▶ _YOUR TASK_
Provide a verbatim copy of all the records below, leaving the images out.

- - -

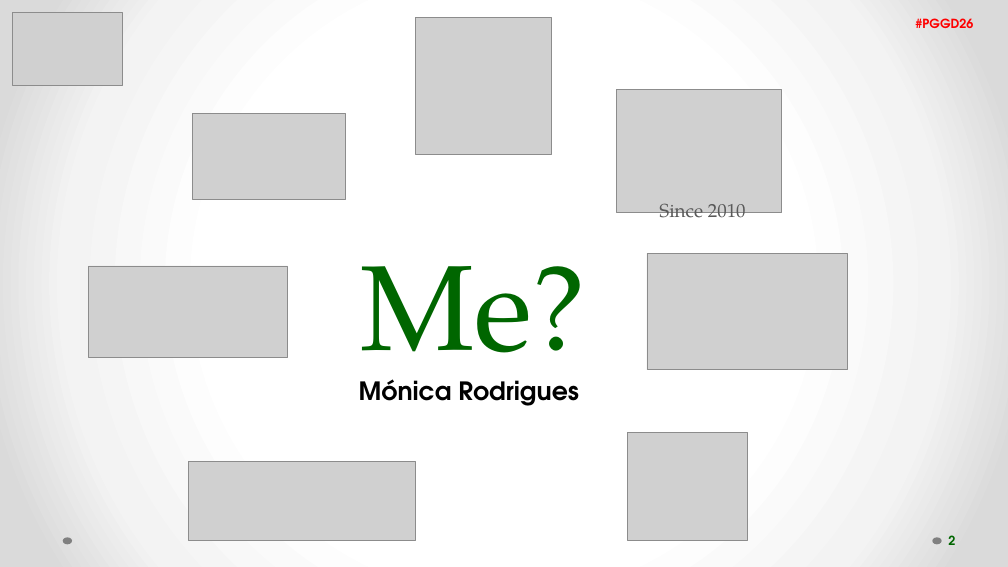
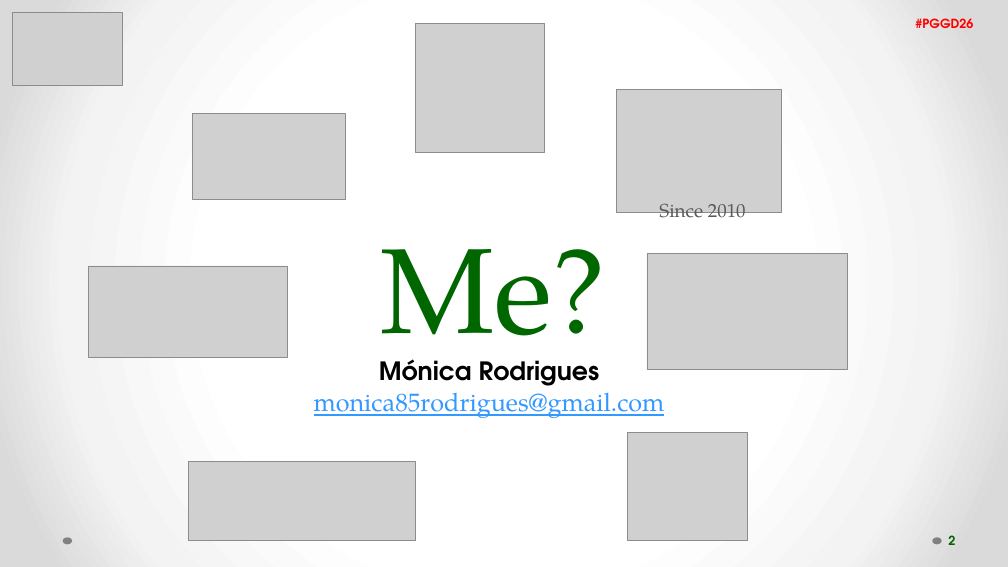
Before and after one commit to filipavm/PGGD26, a slide deck: slide 2 of The power of SPA.pptx. Drawn at 1008x567 pixels with LibreOffice and Linux fonts; fonts in the diff are those of the drawing; grey boxes stand for pictures. Boxes give left, top, right and bottom in pixels: in the first picture for what was removed or moved away, otherwise in the second. Text is boxed around its words. In the diff, an @@ line names an element or a change of style, - is before the commit and + after.

```diff
--- a/The power of SPA.pptx
+++ b/The power of SPA.pptx
@@ picture: place and size @@
-picture at <box>415,17,552,154</box>
+picture at <box>415,23,544,153</box>
@@ text "Me?": place and size @@
-text "Me?" at <box>360,266,586,395</box>
+text "Me?" at <box>380,249,606,378</box>
@@ text "Mónica Rodrigues": place and size @@
-text "Mónica Rodrigues" at <box>359,379,578,406</box>
+text "Mónica Rodrigues" at <box>314,359,665,418</box>
@@ text at <box>379,359,599,386</box>: alignment left to centre @@
@@ text at <box>314,385,665,418</box>: paragraph added @@
+monica85rodrigues@gmail.com
```
Also in this commit, not shown: 10 other slides changed, 3 slides added, 1 slide removed.

- - -

▶ _EXERCISE ANSWER_
Before and after one commit to filipavm/PGGD26, a slide deck: slide 2 of The power of SPA.pptx. Drawn at 1008x567 pixels with LibreOffice and Linux fonts; fonts in the diff are those of the drawing; grey boxes stand for pictures. Boxes give left, top, right and bottom in pixels: in the first picture for what was removed or moved away, otherwise in the second. Text is boxed around its words. In the diff, an @@ line names an element or a change of style, - is before the commit and + after.

```diff
--- a/The power of SPA.pptx
+++ b/The power of SPA.pptx
@@ picture: place and size @@
-picture at <box>415,17,552,154</box>
+picture at <box>415,23,544,153</box>
@@ text "Me?": place and size @@
-text "Me?" at <box>360,266,586,395</box>
+text "Me?" at <box>380,249,606,378</box>
@@ text "Mónica Rodrigues": place and size @@
-text "Mónica Rodrigues" at <box>359,379,578,406</box>
+text "Mónica Rodrigues" at <box>314,359,665,418</box>
@@ text at <box>379,359,599,386</box>: alignment left to centre @@
@@ text at <box>314,385,665,418</box>: paragraph added @@
+monica85rodrigues@gmail.com
```
Also in this commit, not shown: 10 other slides changed, 3 slides added, 1 slide removed.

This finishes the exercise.